Notice that the regular expression I used supports an optional negative sign in front of each coordinate value. A site you might want to bookmark to learn about and experiment with regular expressions is:  regex101.com

Next you need to replace the literal space between each coordinate pair with a literal string ],[ to format the coordinate values as a set of nested JSON arrays and bracket the beginning and end of the string with [[ and ]]. Note that the RegEx pattern matching the beginning of a line is ^. The RegEx pattern for matching the end of a line is $.

Expression:  replaceAll(coordinates,' ','],[')

Expression:  replaceAll(coordinates,'^','[[')

Expression:  replaceAll(coordinates,'$',']]')
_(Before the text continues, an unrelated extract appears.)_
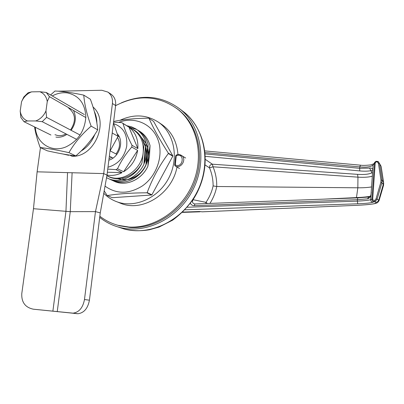 <?xml version="1.0" encoding="UTF-8"?>
<svg xmlns="http://www.w3.org/2000/svg" width="404" height="404" viewBox="0 0 404 404"><rect width="100%" height="100%" fill="white"/><g stroke="black" fill="none" stroke-linecap="round" stroke-linejoin="round"><path stroke-width="0.61" d="M113.059 158.055L109.353 156.151M76.684 139.385L42.203 121.68L35.734 120.948L27.472 120.958L23.988 121.695L50.924 135.017M23.988 121.695L20.872 117.453L20.2 111.09L21.528 101.818L23.791 97.021L28.098 92.758L31.588 91.865L39.819 91.723L46.243 92.455L84.345 114.539M119.23 136.744L117.988 136.032M85.835 117.559L49.455 96.652L47.263 101.515L45.97 110.918L46.601 117.372L80.113 135.042M110.141 150.874L116.847 154.409M49.455 96.652L46.243 92.455M42.203 121.68L46.601 117.372M39.819 91.723C43.92 93.354 46.404 96.617 47.263 101.515M21.528 101.818C23.71 96.955 27.063 93.637 31.588 91.865M27.472 120.958C23.412 119.241 20.988 115.953 20.2 111.09M45.97 110.918C43.743 115.867 40.334 119.215 35.734 120.948M112.216 132.992L118.079 136.36L113.468 122.867M109.969 151.131L118.079 136.36M117.564 137.466C120.584 142.875 120.059 148.369 115.988 153.959M111.832 157.424L109.055 158.56M108.853 160.186C119.337 157.227 124.447 141.39 117.372 133.906M113.797 123.68C123.372 127.149 127.669 134.668 126.699 146.243C124.341 157.333 118.104 164.322 107.979 167.221M127.482 126.149L121.71 122.609L113.554 122.17M137.85 148.621L128.972 127.149C135.421 132.214 138.38 139.37 137.85 148.621L131.972 145.263C127.856 137.274 124.871 130.022 123.023 123.498L121.71 122.609M123.604 171.766L137.638 150.399C135.996 159.661 131.32 166.781 123.604 171.766L117.513 168.766C121.139 160.954 125.886 153.722 131.754 147.066L131.972 145.263M107.363 172.24L122.084 172.619C117.089 175.159 112.065 175.977 107.01 175.068M127.639 126.25L133.138 129.623C140.637 134.709 143.981 142.365 143.173 152.591C141.688 169.801 122.574 182.962 108.848 176.578L107.378 175.902M122.084 172.619L115.978 169.635L107.752 169.094M137.638 150.399L131.754 147.066M128.972 127.149L123.023 123.498M115.978 169.635L117.513 168.766M147.975 148.894L148.51 155.247M148.298 157.484L145.309 166.448M144.627 167.62C140.85 173.523 135.83 177.26 129.573 178.831M118.7 122.407C134.249 116.256 151.798 123.493 157.802 139.249C163.953 154.924 156.939 176.088 142.188 186.047C128.831 194.233 116.448 194.258 105.04 186.123M119.943 120.336C133.734 113.872 146.627 114.534 158.615 122.321C174.336 133.244 179.179 158.126 168.827 177.937C158.636 197.834 135.481 208.363 117.412 201.965C112.181 200.137 107.631 197.243 103.762 193.279M112.357 197.697L151.606 195.006L146.889 192.804C131.406 192.865 118.185 193.789 107.237 195.571L112.357 197.697M172.791 155.858L153.611 121.397L149.005 118.306C153.485 128.517 159.928 140.132 168.347 153.151L172.791 155.858L172.786 156.207L168.337 153.505C159.418 165.544 152.364 178.583 147.182 192.607L151.894 194.814L172.786 156.207M151.894 194.814L151.606 195.006M161.085 123.993L162.251 124.785C171.68 131.739 176.912 141.668 177.952 154.57M177.008 167.044C172.175 193.435 143.253 212.034 121.468 203.626L117.822 202.131M113.64 121.463C123.129 119.453 134.825 118.357 148.728 118.165L149.005 118.306M107.237 195.571L104.181 190.92M146.889 192.804L147.182 192.607M168.337 153.505L168.347 153.151M117.897 178.725L121.857 179.755M121.902 179.76L127.371 179.74M127.457 179.724C135.633 178.204 141.794 173.301 145.93 165.019M146.021 164.812C148.293 159.62 148.945 154.368 147.965 149.066M147.536 147.253L146.137 143.536M146.081 143.425L140.991 136.855M144.021 163.842C146.349 158.555 147.011 153.227 146.006 147.854M145.576 146.051L142.213 139.082M142.269 139.203L145.556 146.147M145.996 148.046C146.925 153.273 146.283 158.449 144.077 163.575M141.006 136.885L146.071 143.481M146.137 143.612L147.521 147.344M147.955 149.258C148.859 154.409 148.233 159.504 146.076 164.549M145.935 164.872C141.855 173.139 135.749 178.073 127.614 179.669M121.483 102.773C142.95 93.763 162.57 95.95 180.351 109.343C201.551 126.568 207.439 161.948 192.673 190.284C178.073 218.716 145.723 234.487 119.326 227.311C112.034 225.361 105.495 222.048 99.702 217.377M108.701 178.735L108.727 178.75C120.16 183.729 135.84 176.533 141.971 163.014L141.491 163.918C135.093 176.907 119.862 183.578 108.696 178.735L106.54 177.709M110.847 179.719L110.873 179.73C122.266 184.694 137.875 177.543 143.97 164.095L143.95 164.08C137.85 177.533 122.235 184.684 110.847 179.719L108.984 178.851M112.974 180.694L112.999 180.704C124.346 185.643 139.885 178.538 145.95 165.165L145.93 165.15C139.865 178.533 124.316 185.638 112.974 180.689L111.125 179.831M114.282 181.31L115.105 181.669C126.407 186.587 141.88 179.528 147.909 166.221L147.889 166.211C141.855 179.517 126.376 186.582 115.074 181.654L113.241 180.8M131.532 128.639C138.102 131.648 142.294 136.986 144.102 144.662L141.971 163.014M144.102 144.662L141.956 163.009M143.95 164.08L144.536 153.394L146.137 143.274L145.556 153.914L143.97 164.095M145.93 165.15L146.511 154.52L148.101 144.445L147.521 155.035L145.95 165.165M147.889 166.211L148.47 155.631L150.046 145.607L149.47 156.141L147.909 166.221M146.137 143.274C144.4 136.996 140.986 132.219 135.89 128.942L131.517 126.831L126.765 125.715M126.745 125.7L131.497 126.816L135.875 128.932C140.966 132.214 144.379 136.991 146.117 143.258M148.101 144.445C146.369 138.203 142.966 133.446 137.89 130.184L137.875 130.174C142.945 133.441 146.349 138.198 148.081 144.435M128.78 126.947L136.759 129.517M150.046 145.607C148.313 139.395 144.92 134.663 139.87 131.406L138.774 130.765M138.764 130.755L139.855 131.401C144.905 134.658 148.293 139.39 150.02 145.597M141.491 163.918C134.305 176.922 117.832 182.628 107.111 175.775M174.755 165.14L175.139 165.958L174.685 165.069L175.245 164.948C183.371 168.761 185.168 152.162 176.265 155.661L175.164 165.968L179.517 168.508M174.69 165.039L175.71 155.792L176.265 155.661L176.27 155.025L178.149 154.55L180.022 154.732L181.376 155.343C187.315 158.737 181.048 169.453 175.164 165.968L179.492 168.493M84.481 299.526C82.916 307.727 79.103 312.272 73.048 313.161L33.345 309.191C25.26 307.469 21.407 302.288 21.781 293.642L33.476 208.711L70.256 211.661L95.475 211.61L100.258 212.888L89.425 300.197L84.481 299.526L95.475 211.61L103.712 173.589L107.004 175.119L100.258 212.888M33.345 309.191L78.038 313.731C84.082 312.853 87.875 308.338 89.425 300.197M57.999 91.188L101.778 90.264L107.878 92.077C111.373 94.708 112.888 98.515 112.428 103.495L103.712 173.589L37.117 171.821L33.476 208.711M110.767 94.001L111.08 94.208C114.554 96.824 116.064 100.606 115.61 105.55L107.004 175.119M37.117 171.821L40.45 147.672M68.751 154.959L68.685 155.318L67.518 154.772M69.554 155.08L71.983 156.222C94.152 157.818 109.989 121.432 92.996 106.974M63.059 154.02L68.685 155.318M80.987 151.116C87.309 147.334 91.91 141.794 94.783 134.497M96.879 123.205C96.869 118.943 96.016 115.024 94.319 111.448M182.396 212.388L199.849 211.822L197.945 211.57M182.689 212.105L197.768 211.575M371.65 186.901C367.963 187.542 363.358 187.845 357.843 187.799L216.736 186.502C215.605 192.4 213.337 198.036 209.944 203.409M205.202 153.909L359.691 168.306L359.737 170.927L205.348 156.343M377.503 162.065L378.139 161.484L379.533 163.519L378.467 163.479L377.503 162.065C376.331 161.625 375.563 161.994 375.195 163.166L374.427 163.282L373.089 164.943C371.16 166.857 366.731 167.508 359.792 166.897L359.691 168.306L369.569 168.12L371.003 170.675C367.994 171.256 364.241 171.336 359.737 170.927M381.432 168.317L381.179 166.685M380.997 166.145L380.437 165.079M205.086 152.586L359.792 166.897L360.444 165.175C362.337 165.544 365.731 165.453 370.625 164.913L373.397 163.963M205.404 159.444L212.337 164.196C210.267 164.534 209.333 165.771 209.535 167.902L205.166 165.009M369.569 168.12C371.392 167.817 372.453 168.377 372.751 169.796L371.013 194.779C370.453 197.076 369.256 198.43 367.413 198.839L357.424 199.702L357.767 197.879L368.706 197.001M374.387 163.327L374.937 162.034M375.195 163.166L372.715 199.021L371.943 199.101L374.427 163.282L375.806 161.378L378.094 161.479M372.781 170.68L371.003 170.675L371.791 172.867L372.609 173.119M372.397 176.174C368.913 177.189 364.095 177.518 357.949 177.159L357.56 174.351L212.337 164.196L213.014 166.786C215.61 172.978 216.852 179.548 216.736 186.502L213.12 185.911C213.12 179.598 211.928 173.594 209.535 167.902L213.014 166.786L357.949 177.159L357.843 187.799L356.469 197.586C362.105 197.349 366.645 196.93 370.094 196.339M371.251 193.031L371.266 192.44M182.714 212.08L199.404 211.519L202.429 211.832M372.715 199.021C372.922 200.222 373.644 200.637 374.882 200.258L375.452 201.253C373.412 201.803 372.246 201.086 371.943 199.101L371.907 199.121C371.958 200.642 372.746 201.49 374.271 201.662L373.023 202.207C370.882 202.954 365.802 203.48 357.777 203.788L357.323 201.131C364.373 200.778 368.827 200.298 370.67 199.687L371.907 199.121M193.021 199.692L205.989 202.348C209.524 197.132 211.898 191.653 213.12 185.911M187.294 207.242L357.323 201.131L357.424 199.702L194.243 205.671C192.531 205.661 191.243 204.909 190.385 203.414M122.68 178.209L123.038 178.962M205.676 203.566L205.989 202.348L207.429 203.5M197.137 192.688L193.092 199.733C191.92 201.879 192.45 203.288 194.683 203.964L194.698 203.964M369.009 196.955L367.413 198.839M380.987 180.144L382.063 180.174L383.421 182.027L381.053 166.428L379.533 163.519L382.063 180.174L381.891 182.684L377.094 199.273L376.043 198.879L380.846 182.28L380.987 180.144L378.467 163.479M194.243 205.671L194.97 203.964L357.727 197.879M199.374 211.519L202.217 211.832L356.798 205.333C370.897 204.641 377.25 203.646 375.861 202.353L377.7 201.672L378.77 200.036L379.149 200.308L378.881 201.015M383.184 186.542L383.588 185.158L383.255 184.512L378.77 200.036L377.094 199.273L375.452 201.253L374.271 201.662L375.861 202.353M356.798 205.333L202.066 211.817M115.034 224.392L119.458 225.796L130.325 227.518C155.747 229.033 183.032 210.752 194.102 183.901C205.267 157.08 198.536 125.982 179.184 110.327L176.997 108.636M99.844 216.226C105.282 220.453 111.368 223.483 118.104 225.321L129.002 227.048C154.495 228.558 181.866 210.211 192.976 183.264C204.182 156.353 197.44 125.159 178.038 109.464C158.802 95.395 137.991 94.132 115.595 105.676M65.973 133.886C63.216 135.416 60.443 135.961 57.646 135.517L54.969 134.694M68.695 108.156C75.669 113.721 76.285 120.998 70.538 129.992M55.924 137.082C59.671 137.663 63.322 136.749 66.877 134.35M71.114 130.295C75.79 123.584 76.573 116.968 73.467 110.454M52.262 95.945C57.252 93.263 62.312 92.263 67.433 92.94C79.053 95.516 85.188 103.565 85.845 117.094C84.699 130.952 78.134 140.855 66.15 146.809C51.571 153.252 36.168 143.142 35.325 127.3M68.933 152.646C57.292 150.041 47.697 148.334 40.148 147.531L47.339 150.818C58.479 153.333 67.968 155.03 75.8 155.914C84.805 148.152 92.107 139.461 97.718 129.83L91.153 126.149C81.916 134.093 74.508 142.925 68.933 152.646L75.8 155.914M40.148 147.531C37.289 139.562 35.421 132.689 34.547 126.917M50.591 94.975L54.979 91.021C62.615 91.274 72.215 92.647 83.785 95.142L90.38 99.253C94.486 110.322 96.935 120.518 97.718 129.83M83.785 95.142C84.451 104.303 86.91 114.64 91.153 126.149M117.928 226.922L124.25 229.023C150.394 236.133 182.386 220.579 196.798 192.516C211.378 164.534 205.52 129.573 184.522 112.509L181.103 109.913M176.366 155.055L178.209 154.581L180.048 154.747L185.653 158.014M72.058 313.13L77.053 313.701M57.237 311.666L70.256 211.661L72.114 172.75M52.868 311.221L65.943 211.459L67.534 172.629M112.428 103.495L115.61 105.55M323.281 199.167L356.469 197.586L356.439 197.93M372.751 169.796L373.089 164.943L374.528 162.676M357.56 174.351C364.196 174.77 368.938 174.276 371.791 172.867M380.846 182.28L381.891 182.684L383.255 184.512L383.421 182.027L383.719 183.482M374.882 200.258L376.043 198.879M371.013 194.779L370.67 199.687C370.726 201.197 371.508 202.035 373.023 202.207M381.184 166.701L383.558 182.224L383.588 185.158L379.154 200.318C378.23 202.05 377.407 202.939 376.674 202.97C375.366 203.904 368.751 204.697 356.823 205.343L356.934 205.328M357.777 203.788L184.982 209.797M106.903 175.679L108.848 176.578M117.412 201.965L121.468 203.626M158.615 122.321L162.251 124.785M119.326 227.311L124.25 229.023C132.411 230.982 140.804 231.229 149.44 229.76L159.1 227.048L172.649 220.155C181.058 213.974 188.289 206.459 194.344 197.627C212.666 167.145 206.585 131.174 184.522 112.509L180.351 109.343M176.23 155.045L175.71 155.757M78.038 313.731L73.048 313.161M107.878 92.077L111.08 94.208M200.626 211.661L182.386 212.393M380.997 166.16L378.139 161.484L376.104 161.287M360.408 165.175L204.899 150.919M371.13 194.107C370.367 195.339 371.993 194.869 369.024 196.955M179.184 110.327L178.038 109.464M119.458 225.796L118.104 225.321"/></g></svg>

Your GeoEvent Service so far looks like:

Capture.png

And is producing output which looks like:

Capture1.png

Now you need to complete the formatting of your coordinate string to create a string representation of a Geometry. For this step I chose to copy the GeoEvent Definition used by the PolygonCoordinatesFeed input and add a field named GeomString. A Field Maper processor maps the existing coordinates and trackid into the new event structure leaving GeomString unmapped. Another Field Calculator processor will write its result into this new field. I do this so that the Field Calculator can write to an existing field without having to create an event defintion on-the-fly in order to write to a new field.

Here is the expression used in this most recent Field Calculator processor:

'{"rings":[' + coordinates + '],"spatialReference":{"wkid":4326}}'

What I'm doing here is prepending a literal string {"rings":[ to the coordinates value and appending a literal string ],"spatialReference":{"wkid":4326}} to the end of the string.

A final Field Mapper takes the event structure with the string representation of the Geometry and maps it to a field named Geometry. I now have an event with a field named trackid and a field named Geometry which I can send to a stream service to display the Geometry I've computed from the coordinate values received from the original feed. Here's my final GeoEvent Service:

Capture2.png

I've attached an XML export of this configuration for both the 10.3.1 and 10.4 product releases. You will, of course, need to fix any validation errors by publishing your own stream service or switching to use a different output connector if you want to import this configuration.